Copy nothing from the entries below except the lines from the one containing "neck_corner_y = rim_end_y" through the one containing "for side in", and copy those exactly.

Data extracted from a collection:
----------

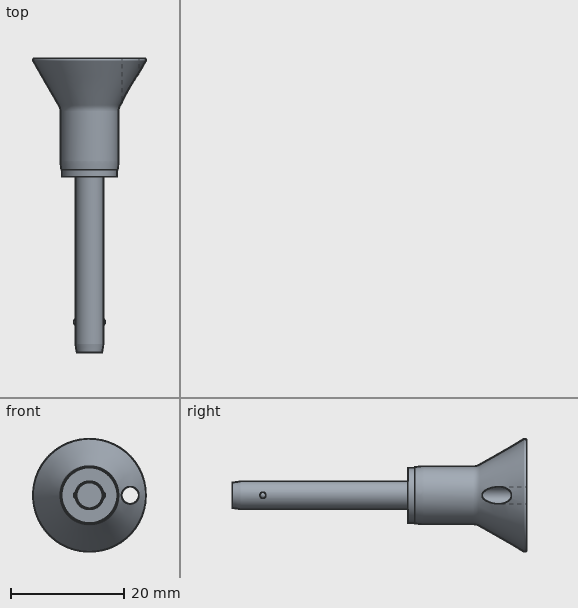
import cadquery as cq
import math


shank_radius = 2.5
shank_length = 31.0
tip_length = 1.5
tip_taper = math.radians(9)

ball_radius = 0.6
ball_reach = 2.8
ball_from_tip = 5.4

grip_length = 21.0
collar_radius = 4.9
collar_length = 1.25
body_radius = 5.15
body_end_length = 1.55
body_end_drop = 0.15
flare_radius = 10.0
flare_slope = math.radians(30)
rim_round = 0.35
neck_round = 2.0

ring_hole_diameter = 3.0
ring_hole_offset = 7.2


def grip_solid():
    """Revolved collar, body, flare and rounded rim."""
    body_end_y = collar_length + body_end_length
    end_arc_radius = (body_end_length**2 + body_end_drop**2) / (2 * body_end_drop)
    end_arc_half_angle = math.asin(body_end_length / end_arc_radius) / 2
    body_end_middle = (
        body_radius - end_arc_radius * (1 - math.cos(end_arc_half_angle)),
        body_end_y - end_arc_radius * math.sin(end_arc_half_angle),
    )

    rim_centre_radius = flare_radius - rim_round
    rim_centre_y = grip_length - rim_round
    rim_end_radius = rim_centre_radius + rim_round * math.cos(flare_slope)
    rim_end_y = rim_centre_y - rim_round * math.sin(flare_slope)

    neck_corner_y = rim_end_y - (rim_end_radius - body_radius) / math.tan(flare_slope)
    neck_tangent = neck_round * math.tan(flare_slope / 2)
    neck_start_y = neck_corner_y - neck_tangent
    neck_end_radius = body_radius + neck_tangent * math.sin(flare_slope)
    neck_end_y = neck_corner_y + neck_tangent * math.cos(flare_slope)

    return (
        cq.Workplane("XY")
        .lineTo(collar_radius, 0)
        .lineTo(collar_radius, collar_length)
        .lineTo(body_radius - body_end_drop, collar_length)
        .threePointArc(body_end_middle, (body_radius, body_end_y))
        .lineTo(body_radius, neck_start_y)
        .tangentArcPoint((neck_end_radius, neck_end_y), relative=False)
        .lineTo(rim_end_radius, rim_end_y)
        .tangentArcPoint((rim_centre_radius, grip_length), relative=False)
        .lineTo(0, grip_length)
        .close()
        .revolve(360, (0, 0, 0), (0, 1, 0))
    )


def shank_solid():
    """Revolved shank with a tapered tip."""
    tip_radius = shank_radius - tip_length * math.tan(tip_taper)
    return (
        cq.Workplane("XY")
        .lineTo(shank_radius, 0)
        .lineTo(shank_radius, tip_length - shank_length)
        .lineTo(tip_radius, -shank_length)
        .lineTo(0, -shank_length)
        .close()
        .revolve(360, (0, 0, 0), (0, 1, 0))
    )


def locking_ball(side):
    """Ball standing out of the shank on the +X (1) or -X (-1) side."""
    centre_x = side * (ball_reach - ball_radius)
    centre_y = ball_from_tip - shank_length
    return cq.Workplane("XY").sphere(ball_radius).translate((centre_x, centre_y, 0))


def ring_hole():
    """Cutter parallel to the axis, beside the body and through the flare."""
    return (
        cq.Workplane("XZ")
        .center(ring_hole_offset, 0)
        .circle(ring_hole_diameter / 2)
        .extrude(-grip_length)
    )


result = grip_solid().cut(ring_hole()).union(shank_solid())
for side in (-1, 1):
    result = result.union(locking_ball(side))

----------

REPLY TO THE TASK
    neck_corner_y = rim_end_y - (rim_end_radius - body_radius) / math.tan(flare_slope)
    neck_tangent = neck_round * math.tan(flare_slope / 2)
    neck_start_y = neck_corner_y - neck_tangent
    neck_end_radius = body_radius + neck_tangent * math.sin(flare_slope)
    neck_end_y = neck_corner_y + neck_tangent * math.cos(flare_slope)

    return (
        cq.Workplane("XY")
        .lineTo(collar_radius, 0)
        .lineTo(collar_radius, collar_length)
        .lineTo(body_radius - body_end_drop, collar_length)
        .threePointArc(body_end_middle, (body_radius, body_end_y))
        .lineTo(body_radius, neck_start_y)
        .tangentArcPoint((neck_end_radius, neck_end_y), relative=False)
        .lineTo(rim_end_radius, rim_end_y)
        .tangentArcPoint((rim_centre_radius, grip_length), relative=False)
        .lineTo(0, grip_length)
        .close()
        .revolve(360, (0, 0, 0), (0, 1, 0))
    )


def shank_solid():
    """Revolved shank with a tapered tip."""
    tip_radius = shank_radius - tip_length * math.tan(tip_taper)
    return (
        cq.Workplane("XY")
        .lineTo(shank_radius, 0)
        .lineTo(shank_radius, tip_length - shank_length)
        .lineTo(tip_radius, -shank_length)
        .lineTo(0, -shank_length)
        .close()
        .revolve(360, (0, 0, 0), (0, 1, 0))
    )


def locking_ball(side):
    """Ball standing out of the shank on the +X (1) or -X (-1) side."""
    centre_x = side * (ball_reach - ball_radius)
    centre_y = ball_from_tip - shank_length
    return cq.Workplane("XY").sphere(ball_radius).translate((centre_x, centre_y, 0))


def ring_hole():
    """Cutter parallel to the axis, beside the body and through the flare."""
    return (
        cq.Workplane("XZ")
        .center(ring_hole_offset, 0)
        .circle(ring_hole_diameter / 2)
        .extrude(-grip_length)
    )


result = grip_solid().cut(ring_hole()).union(shank_solid())
for side in (-1, 1):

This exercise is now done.